* Action item *
Restate the records word for word. Include no pictures.

Dataset items
----------------

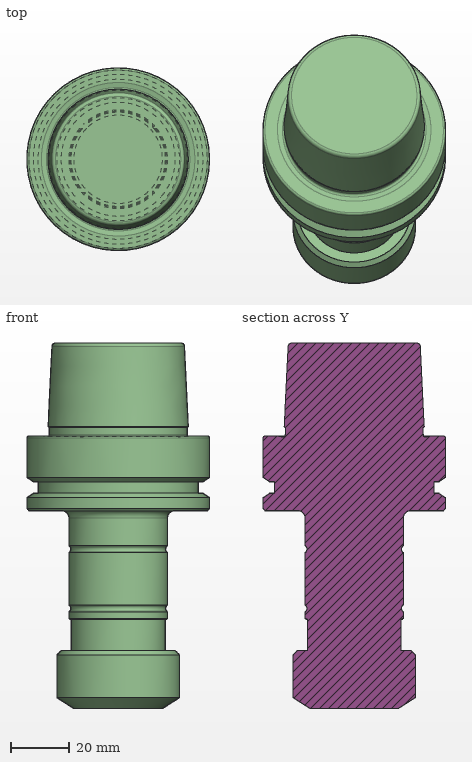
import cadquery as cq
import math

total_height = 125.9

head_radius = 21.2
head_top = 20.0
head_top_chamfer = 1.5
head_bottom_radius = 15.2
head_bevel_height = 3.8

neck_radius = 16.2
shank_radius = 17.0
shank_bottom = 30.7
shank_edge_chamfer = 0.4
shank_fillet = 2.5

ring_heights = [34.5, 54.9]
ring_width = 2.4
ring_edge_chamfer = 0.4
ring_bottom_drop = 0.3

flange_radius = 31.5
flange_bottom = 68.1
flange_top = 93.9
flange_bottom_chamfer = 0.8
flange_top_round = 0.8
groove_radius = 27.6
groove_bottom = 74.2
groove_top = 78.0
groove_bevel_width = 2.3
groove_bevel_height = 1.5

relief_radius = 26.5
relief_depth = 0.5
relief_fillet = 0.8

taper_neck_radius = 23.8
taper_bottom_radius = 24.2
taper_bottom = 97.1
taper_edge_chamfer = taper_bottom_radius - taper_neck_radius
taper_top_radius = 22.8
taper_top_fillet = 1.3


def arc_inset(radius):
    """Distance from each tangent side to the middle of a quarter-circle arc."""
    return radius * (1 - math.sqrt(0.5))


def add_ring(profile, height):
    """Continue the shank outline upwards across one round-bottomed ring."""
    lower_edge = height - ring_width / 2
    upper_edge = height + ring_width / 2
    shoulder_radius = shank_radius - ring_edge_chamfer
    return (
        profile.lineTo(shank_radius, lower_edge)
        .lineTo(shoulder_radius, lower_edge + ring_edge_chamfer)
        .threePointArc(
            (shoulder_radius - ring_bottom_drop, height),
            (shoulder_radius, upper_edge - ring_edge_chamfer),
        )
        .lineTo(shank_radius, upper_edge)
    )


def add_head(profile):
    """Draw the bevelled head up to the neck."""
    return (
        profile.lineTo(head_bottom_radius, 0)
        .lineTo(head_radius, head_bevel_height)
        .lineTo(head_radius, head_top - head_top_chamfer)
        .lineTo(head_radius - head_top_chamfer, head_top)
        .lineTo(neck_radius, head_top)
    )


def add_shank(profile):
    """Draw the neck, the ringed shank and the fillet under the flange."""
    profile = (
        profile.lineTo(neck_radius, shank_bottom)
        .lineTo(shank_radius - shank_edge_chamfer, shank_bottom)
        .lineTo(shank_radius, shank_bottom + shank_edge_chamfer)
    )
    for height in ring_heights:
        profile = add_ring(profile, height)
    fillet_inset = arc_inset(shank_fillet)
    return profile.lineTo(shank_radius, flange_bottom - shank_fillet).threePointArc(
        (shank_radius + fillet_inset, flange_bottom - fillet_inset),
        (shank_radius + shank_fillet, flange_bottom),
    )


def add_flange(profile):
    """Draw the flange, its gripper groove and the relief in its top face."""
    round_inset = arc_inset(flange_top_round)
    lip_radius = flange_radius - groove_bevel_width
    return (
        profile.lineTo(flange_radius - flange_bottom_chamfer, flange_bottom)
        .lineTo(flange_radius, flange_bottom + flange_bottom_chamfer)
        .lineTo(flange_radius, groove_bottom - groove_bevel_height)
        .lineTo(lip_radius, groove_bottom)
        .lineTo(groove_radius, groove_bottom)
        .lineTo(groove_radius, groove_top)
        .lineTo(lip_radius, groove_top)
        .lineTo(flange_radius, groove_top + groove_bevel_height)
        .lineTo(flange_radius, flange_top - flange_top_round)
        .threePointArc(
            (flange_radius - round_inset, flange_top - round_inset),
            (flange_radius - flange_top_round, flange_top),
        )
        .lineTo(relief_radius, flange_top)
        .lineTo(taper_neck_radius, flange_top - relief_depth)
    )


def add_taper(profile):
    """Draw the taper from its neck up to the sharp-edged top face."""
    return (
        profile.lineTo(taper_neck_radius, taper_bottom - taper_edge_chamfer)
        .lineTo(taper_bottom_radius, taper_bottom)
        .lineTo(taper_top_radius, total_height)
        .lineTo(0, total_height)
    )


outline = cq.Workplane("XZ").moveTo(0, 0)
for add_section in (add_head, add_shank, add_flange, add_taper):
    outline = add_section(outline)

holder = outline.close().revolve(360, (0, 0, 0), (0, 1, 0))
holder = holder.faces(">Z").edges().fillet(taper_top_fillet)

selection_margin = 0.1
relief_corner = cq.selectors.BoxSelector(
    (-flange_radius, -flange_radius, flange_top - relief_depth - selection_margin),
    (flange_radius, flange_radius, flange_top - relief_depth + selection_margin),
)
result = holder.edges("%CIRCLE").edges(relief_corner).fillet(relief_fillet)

----------------

* Task output *
import cadquery as cq
import math

total_height = 125.9

head_radius = 21.2
head_top = 20.0
head_top_chamfer = 1.5
head_bottom_radius = 15.2
head_bevel_height = 3.8

neck_radius = 16.2
shank_radius = 17.0
shank_bottom = 30.7
shank_edge_chamfer = 0.4
shank_fillet = 2.5

ring_heights = [34.5, 54.9]
ring_width = 2.4
ring_edge_chamfer = 0.4
ring_bottom_drop = 0.3

flange_radius = 31.5
flange_bottom = 68.1
flange_top = 93.9
flange_bottom_chamfer = 0.8
flange_top_round = 0.8
groove_radius = 27.6
groove_bottom = 74.2
groove_top = 78.0
groove_bevel_width = 2.3
groove_bevel_height = 1.5

relief_radius = 26.5
relief_depth = 0.5
relief_fillet = 0.8

taper_neck_radius = 23.8
taper_bottom_radius = 24.2
taper_bottom = 97.1
taper_edge_chamfer = taper_bottom_radius - taper_neck_radius
taper_top_radius = 22.8
taper_top_fillet = 1.3


def arc_inset(radius):
    """Distance from each tangent side to the middle of a quarter-circle arc."""
    return radius * (1 - math.sqrt(0.5))


def add_ring(profile, height):
    """Continue the shank outline upwards across one round-bottomed ring."""
    lower_edge = height - ring_width / 2
    upper_edge = height + ring_width / 2
    shoulder_radius = shank_radius - ring_edge_chamfer
    return (
        profile.lineTo(shank_radius, lower_edge)
        .lineTo(shoulder_radius, lower_edge + ring_edge_chamfer)
        .threePointArc(
            (shoulder_radius - ring_bottom_drop, height),
            (shoulder_radius, upper_edge - ring_edge_chamfer),
        )
        .lineTo(shank_radius, upper_edge)
    )


def add_head(profile):
    """Draw the bevelled head up to the neck."""
    return (
        profile.lineTo(head_bottom_radius, 0)
        .lineTo(head_radius, head_bevel_height)
        .lineTo(head_radius, head_top - head_top_chamfer)
        .lineTo(head_radius - head_top_chamfer, head_top)
        .lineTo(neck_radius, head_top)
    )


def add_shank(profile):
    """Draw the neck, the ringed shank and the fillet under the flange."""
    profile = (
        profile.lineTo(neck_radius, shank_bottom)
        .lineTo(shank_radius - shank_edge_chamfer, shank_bottom)
        .lineTo(shank_radius, shank_bottom + shank_edge_chamfer)
    )
    for height in ring_heights:
        profile = add_ring(profile, height)
    fillet_inset = arc_inset(shank_fillet)
    return profile.lineTo(shank_radius, flange_bottom - shank_fillet).threePointArc(
        (shank_radius + fillet_inset, flange_bottom - fillet_inset),
        (shank_radius + shank_fillet, flange_bottom),
    )


def add_flange(profile):
    """Draw the flange, its gripper groove and the relief in its top face."""
    round_inset = arc_inset(flange_top_round)
    lip_radius = flange_radius - groove_bevel_width
    return (
        profile.lineTo(flange_radius - flange_bottom_chamfer, flange_bottom)
        .lineTo(flange_radius, flange_bottom + flange_bottom_chamfer)
        .lineTo(flange_radius, groove_bottom - groove_bevel_height)
        .lineTo(lip_radius, groove_bottom)
        .lineTo(groove_radius, groove_bottom)
        .lineTo(groove_radius, groove_top)
        .lineTo(lip_radius, groove_top)
        .lineTo(flange_radius, groove_top + groove_bevel_height)
        .lineTo(flange_radius, flange_top - flange_top_round)
        .threePointArc(
            (flange_radius - round_inset, flange_top - round_inset),
            (flange_radius - flange_top_round, flange_top),
        )
        .lineTo(relief_radius, flange_top)
        .lineTo(taper_neck_radius, flange_top - relief_depth)
    )


def add_taper(profile):
    """Draw the taper from its neck up to the sharp-edged top face."""
    return (
        profile.lineTo(taper_neck_radius, taper_bottom - taper_edge_chamfer)
        .lineTo(taper_bottom_radius, taper_bottom)
        .lineTo(taper_top_radius, total_height)
        .lineTo(0, total_height)
    )


outline = cq.Workplane("XZ").moveTo(0, 0)
for add_section in (add_head, add_shank, add_flange, add_taper):
    outline = add_section(outline)

holder = outline.close().revolve(360, (0, 0, 0), (0, 1, 0))
holder = holder.faces(">Z").edges().fillet(taper_top_fillet)

selection_margin = 0.1
relief_corner = cq.selectors.BoxSelector(
    (-flange_radius, -flange_radius, flange_top - relief_depth - selection_margin),
    (flange_radius, flange_radius, flange_top - relief_depth + selection_margin),
)
result = holder.edges("%CIRCLE").edges(relief_corner).fillet(relief_fillet)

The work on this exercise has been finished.